Modified and affirmed.

Ralph H. Munro, for appellants.

J. P Starr and Leo D. Thoma, for appellee.

STEVENS J. FAVILLE, C. J., and DE GRAFF and VERMILION, JJ., concur.

OPINION

STEVENS, J.

I.

This is an action in equity, under the provisions of Chapter 8, Title VI, of the Supplement to the Code, 1913, for the removal from office of the mayor and city council of the city of Fairfield. The action was prosecuted in the court below by five qualified electors of the city of Fairfield, in the name of the state. Complaints were filed separately against each of the defendants. A trial was had to the court, and judgment entered dismissing the petition and taxing the costs to the relators.

This opinion will deal only with the case of Sanford Zeigler, the mayor of said city.
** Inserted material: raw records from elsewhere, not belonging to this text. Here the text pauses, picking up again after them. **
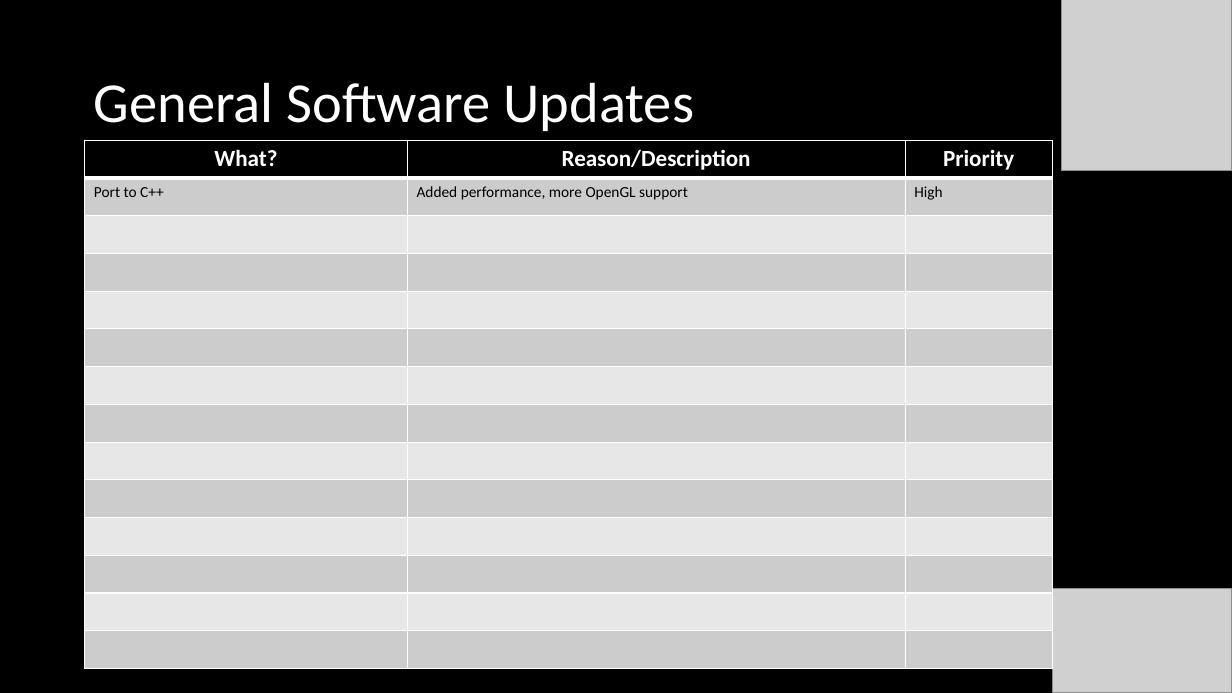
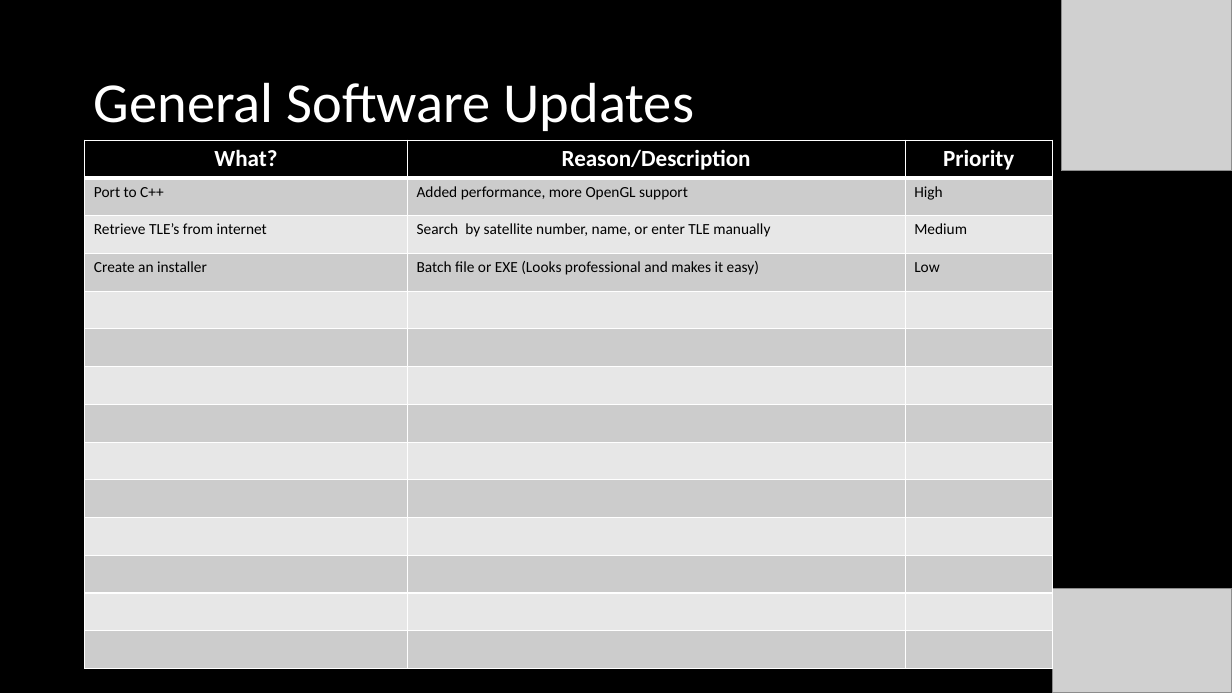
Before and after one commit to henry-valentine/COMPASS, a slide deck: slide 5 of documentation/COMPASS Project Status Document.pptx. Drawn at 1232x693 pixels with LibreOffice and Linux fonts; fonts in the diff are those of the drawing; grey boxes stand for pictures. Boxes give left, top, right and bottom in pixels: in the first picture for what was removed or moved away, otherwise in the second. Text is boxed around its words. In the diff, an @@ line names an element or a change of style, - is before the commit and + after.

```diff
--- a/documentation/COMPASS Project Status Document.pptx
+++ b/documentation/COMPASS Project Status Document.pptx
@@ table at [85, 140, 1054, 669] @@
+row 3: Retrieve TLE’s from internet | Search by satellite number, name, or enter TLE manually | Medium
+row 4: Create an installer | Batch file or EXE (Looks professional and makes it easy) | Low
-row 13:  |  | 
-row 14:  |  | 
```
Also in this commit, not shown: 6 other slides changed, 1 slide added, 30 other files.

The charge against him is willful misconduct and maladministration in office.

A motion filed in the office of the clerk of this court to dismiss the appeal was submitted with the case, and will first have our attention.

Section 1258-d, 1913 Supplement to the Code (Section 1099 of the Code of 1924), makes it the duty of the county attorney to appear and prosecute proceedings instituted for the removal of city and county officers other than himself.
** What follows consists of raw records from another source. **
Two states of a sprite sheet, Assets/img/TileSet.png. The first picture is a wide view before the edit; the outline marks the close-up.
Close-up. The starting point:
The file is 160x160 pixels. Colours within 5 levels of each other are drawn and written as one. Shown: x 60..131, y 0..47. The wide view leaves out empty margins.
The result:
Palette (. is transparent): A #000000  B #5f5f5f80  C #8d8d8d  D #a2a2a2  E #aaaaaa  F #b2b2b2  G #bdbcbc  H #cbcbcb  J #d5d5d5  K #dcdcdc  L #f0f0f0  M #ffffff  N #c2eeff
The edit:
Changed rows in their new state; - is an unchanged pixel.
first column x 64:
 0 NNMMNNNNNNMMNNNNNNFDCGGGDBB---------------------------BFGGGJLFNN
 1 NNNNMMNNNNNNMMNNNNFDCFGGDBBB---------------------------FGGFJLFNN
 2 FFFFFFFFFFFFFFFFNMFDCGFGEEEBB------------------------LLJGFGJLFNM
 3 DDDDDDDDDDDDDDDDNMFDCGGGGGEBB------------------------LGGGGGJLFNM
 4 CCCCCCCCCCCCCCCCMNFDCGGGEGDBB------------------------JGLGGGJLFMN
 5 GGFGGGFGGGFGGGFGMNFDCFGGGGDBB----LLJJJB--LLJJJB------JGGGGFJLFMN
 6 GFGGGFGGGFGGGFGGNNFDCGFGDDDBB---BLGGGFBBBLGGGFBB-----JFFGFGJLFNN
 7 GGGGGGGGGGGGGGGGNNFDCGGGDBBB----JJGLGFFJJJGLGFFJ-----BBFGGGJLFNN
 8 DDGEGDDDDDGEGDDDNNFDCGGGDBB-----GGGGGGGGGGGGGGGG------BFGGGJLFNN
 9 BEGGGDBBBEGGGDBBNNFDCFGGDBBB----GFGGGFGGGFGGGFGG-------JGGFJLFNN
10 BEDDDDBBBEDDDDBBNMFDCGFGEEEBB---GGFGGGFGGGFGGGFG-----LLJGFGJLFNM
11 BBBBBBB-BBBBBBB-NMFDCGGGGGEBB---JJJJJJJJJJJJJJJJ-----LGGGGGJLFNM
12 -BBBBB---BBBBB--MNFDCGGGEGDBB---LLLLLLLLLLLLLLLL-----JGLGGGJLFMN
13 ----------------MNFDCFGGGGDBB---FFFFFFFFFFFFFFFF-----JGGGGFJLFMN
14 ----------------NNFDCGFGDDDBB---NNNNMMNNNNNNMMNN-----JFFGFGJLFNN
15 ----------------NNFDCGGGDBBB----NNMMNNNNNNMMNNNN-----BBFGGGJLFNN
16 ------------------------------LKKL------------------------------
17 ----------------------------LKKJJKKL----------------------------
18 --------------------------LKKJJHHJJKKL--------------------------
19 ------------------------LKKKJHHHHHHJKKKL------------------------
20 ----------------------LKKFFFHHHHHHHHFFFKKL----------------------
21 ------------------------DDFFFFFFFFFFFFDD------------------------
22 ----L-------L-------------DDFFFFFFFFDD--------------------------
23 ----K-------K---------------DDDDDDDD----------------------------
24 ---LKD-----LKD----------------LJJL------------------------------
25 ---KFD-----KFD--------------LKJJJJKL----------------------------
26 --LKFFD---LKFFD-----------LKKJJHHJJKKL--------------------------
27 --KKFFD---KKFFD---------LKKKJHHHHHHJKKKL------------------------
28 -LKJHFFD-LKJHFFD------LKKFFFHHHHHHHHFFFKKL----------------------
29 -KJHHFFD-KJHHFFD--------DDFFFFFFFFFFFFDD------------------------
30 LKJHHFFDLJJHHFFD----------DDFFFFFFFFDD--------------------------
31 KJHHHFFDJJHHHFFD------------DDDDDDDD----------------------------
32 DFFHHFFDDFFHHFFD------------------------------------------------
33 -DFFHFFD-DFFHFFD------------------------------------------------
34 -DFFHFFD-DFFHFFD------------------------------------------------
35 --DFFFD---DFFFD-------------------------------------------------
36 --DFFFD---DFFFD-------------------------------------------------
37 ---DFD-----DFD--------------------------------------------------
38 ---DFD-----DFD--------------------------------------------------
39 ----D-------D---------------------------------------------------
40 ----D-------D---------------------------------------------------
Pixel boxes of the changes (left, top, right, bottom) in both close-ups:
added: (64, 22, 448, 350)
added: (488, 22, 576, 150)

The county attorney did appear in the court below, but does not appear in this court.

The ground of the motion to dismiss is that the state of Iowa has not been made a party to the appeal, for the reason that the county attorney has not appeared to prosecute the same, nor appointed a deputy to act for him. The further ground urged is that the relators have no right to appeal from the judgment of the court below.

It appears from the abstract that the appeal was taken and perfected in the name of the State and the relators. There is a further showing by affidavit, that the county attorney consented to allow, and, tacitly at least, authorized, counsel for appellants to perfect and prosecute the appeal in this court.
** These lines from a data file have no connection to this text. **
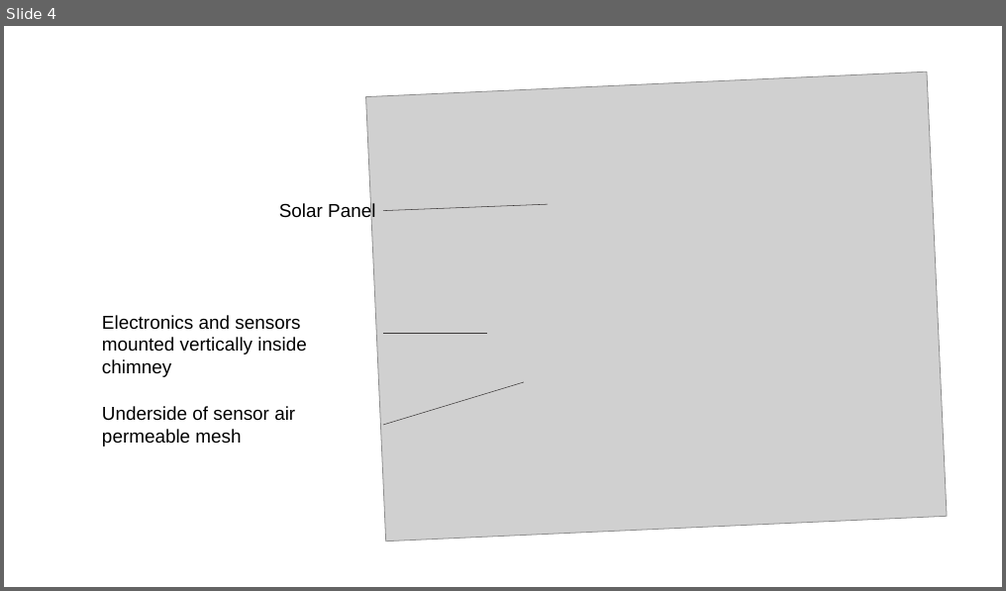
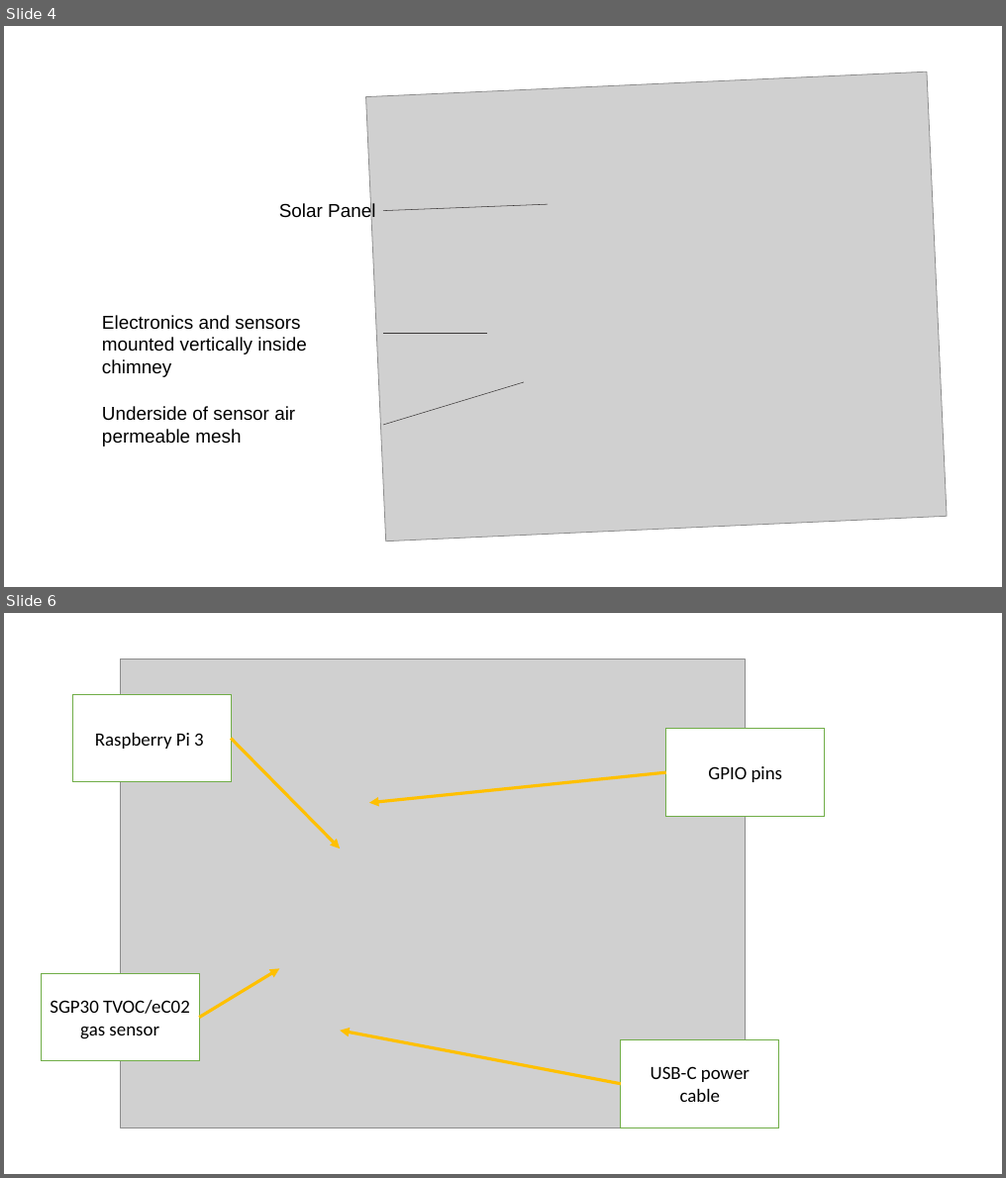
Before and after one commit to mjribeiro/AI-Challenge-2020, a slide deck: Written Report/Engineering_hardware/Engineering_hardware_Figures/engineering_figures_ppt.pptx. Shown one above the other, each under a label of ours: slide 4 before the commit, slides 4 and 6 after it; the slides between them are not shown. The pictures are 1006x591 and 1006x1178 pixels, drawn with LibreOffice and Linux fonts; fonts in the diff are those of the drawing; grey boxes stand for pictures. Boxes give left, top, right and bottom in pixels: in the first picture for what was removed or moved away, otherwise in the second. Text is boxed around its words. In the diff, an @@ line names an element or a change of style, - is before the commit and + after.

```diff
--- a/Written Report/Engineering_hardware/Engineering_hardware_Figures/engineering_figures_ppt.pptx
+++ b/Written Report/Engineering_hardware/Engineering_hardware_Figures/engineering_figures_ppt.pptx
@@ slide 6 added at [4, 613, 1002, 1174], background #FFFFFF @@
@@ picture added at [120, 660, 746, 1128] @@
@@ rectangle added at [72, 694, 231, 782], fill #FFFFFF, outline #70AD47 1 pt, 18 pt, text #000000 @@
+Raspberry Pi 3
@@ rectangle added at [666, 728, 826, 816], fill #FFFFFF, outline #70AD47 1 pt, 18 pt, text #000000 @@
+GPIO pins
@@ arrow added from (231, 738) to (341, 849), #FFC000 3 pt @@
@@ arrow added from (666, 772) to (369, 803), #FFC000 3 pt @@
@@ arrow added from (199, 1017) to (279, 968), #FFC000 3 pt @@
@@ rectangle added at [41, 973, 199, 1061], fill #FFFFFF, outline #70AD47 1 pt, 18 pt, text #000000 @@
+SGP30 TVOC/eC02 gas sensor
@@ arrow added from (621, 1084) to (341, 1031), #FFC000 3 pt @@
@@ rectangle added at [621, 1041, 779, 1128], fill #FFFFFF, outline #70AD47 1 pt, 18 pt, text #000000 @@
+USB-C power cable
```
Also in this commit, not shown: 1 other slide added, 9 other files.
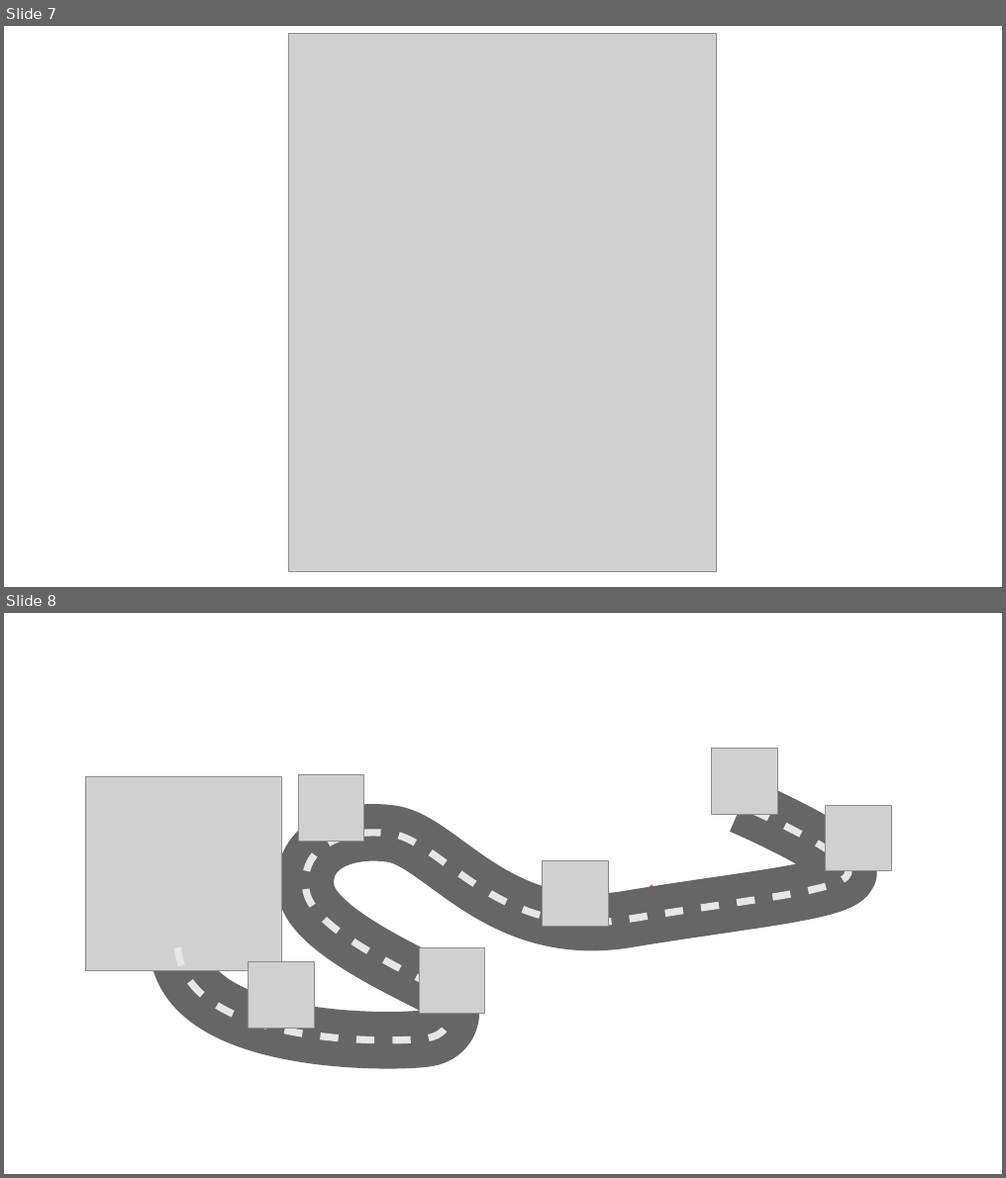
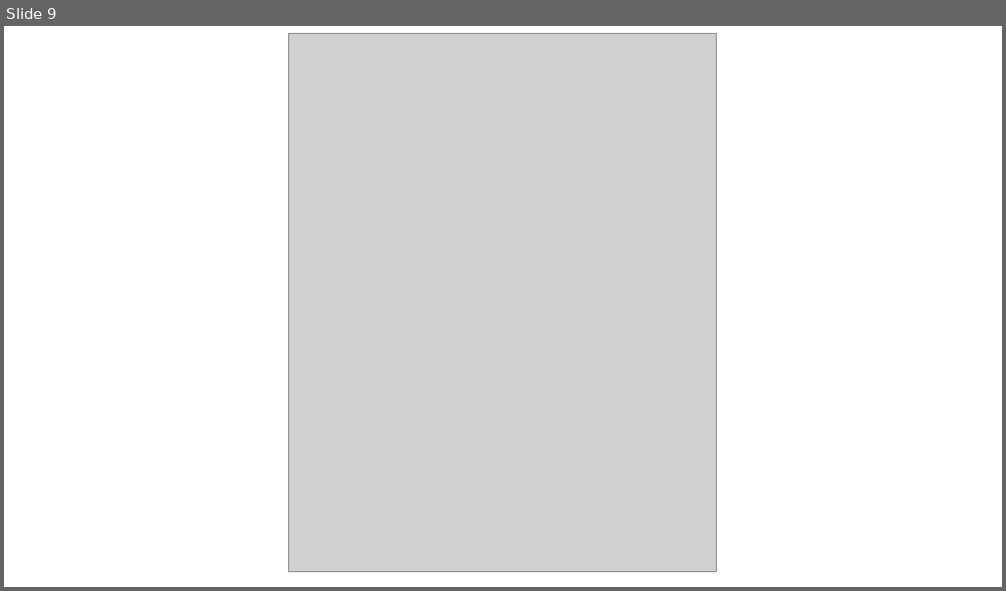
Before and after one commit to air-labs/VideoLectures, a slide deck: IntroductionToIndustialProgramming/git.odp. Shown one above the other, each under a label of ours: slides 7 and 8 before the commit, slide 9 after it. The pictures are 1006x1178 and 1006x591 pixels, drawn with LibreOffice and Linux fonts; fonts in the diff are those of the drawing; grey boxes stand for pictures; background and template pictures are left out. Boxes give left, top, right and bottom in pixels: in the first picture for what was removed or moved away, otherwise in the second. Text is boxed around its words. In the diff, an @@ line names an element or a change of style, - is before the commit and + after.

```diff
--- a/IntroductionToIndustialProgramming/git.odp
+++ b/IntroductionToIndustialProgramming/git.odp
@@ slide 8 removed at <box>4,613,1002,1174</box>, background picture (left out) @@
@@ picture removed at <box>712,749,778,815</box> @@
@@ picture removed at <box>86,777,283,970</box> @@
@@ picture removed at <box>298,775,364,842</box> @@
@@ freeform shape removed at <box>178,806,848,1042</box> @@
@@ freeform shape removed at <box>178,806,848,1042</box> @@
@@ picture removed at <box>827,806,892,872</box> @@
@@ picture removed at <box>542,861,608,927</box> @@
@@ line removed from (614, 909) to (699, 887) @@
@@ line removed from (649, 887) to (678, 909) @@
@@ picture removed at <box>249,962,315,1029</box> @@
@@ picture removed at <box>420,948,486,1014</box> @@
@@ what was slide 7 is now slide 9 @@
```
Also in this commit, not shown: 2 slides changed, 2 slides added, 3 other files.

The grounds of the motion to dismiss are exceedingly technical, and do not present grounds for a dismissal. The motion to dismiss the appeal is, therefore, overruled.

II. Section 879-q, Code Supplement, 1913, prohibits any officer, including members of the city council, from being interested, directly or indirectly, in any contract or job of work, or material, or the profits thereof, or services to be furnished or performed for the city or town. (Section 5673, Code of 1924). Section 1258-c, 1913 Supplement, provides as follows:

"Any county attorney, any member of the board of supervisors, sheriff, mayor, police officer, marshal or constable shall be removed from office by the district court or judge upon charges made in writing and hearing thereunder for the following causes: * * * 2. For willful misconduct or maladministration in office * * *."

The petition charges appellee with having knowingly and willfully signed numerous warrants drawn on the funds of the city of Fairfield, and payable to one L. J. Nelson, a member of the city council, for goods, wares, and merchandise and services furnished to the city; and also with having signed a warrant on the general fund drawn to one Ivan Ipson, knowing that same was intended for the use and benefit of said Nelson, and with knowingly and willfully causing a claim for $ 1.50 for grass seed, in his own favor, to be filed with the city clerk and paid out of the funds of said city.

Other appeals pending in this court involve the alleged willful misconduct and maladministration in office of the members of the city council; but we shall not, in this opinion, go into detail as to the charges against such officers.

The evidence, without conflict, shows that appellee, as mayor, signed all of the warrants described in the petition asking his removal, and that a claim in his favor for grass seed was filed against the city, and paid by warrant drawn upon its funds. The petition does not, in terms, charge corruption in any other form than as stated above, nor is it alleged that appellee and the city council conspired or confederated together for the purpose of serving each other in the matter of furnishing supplies or labor for the city.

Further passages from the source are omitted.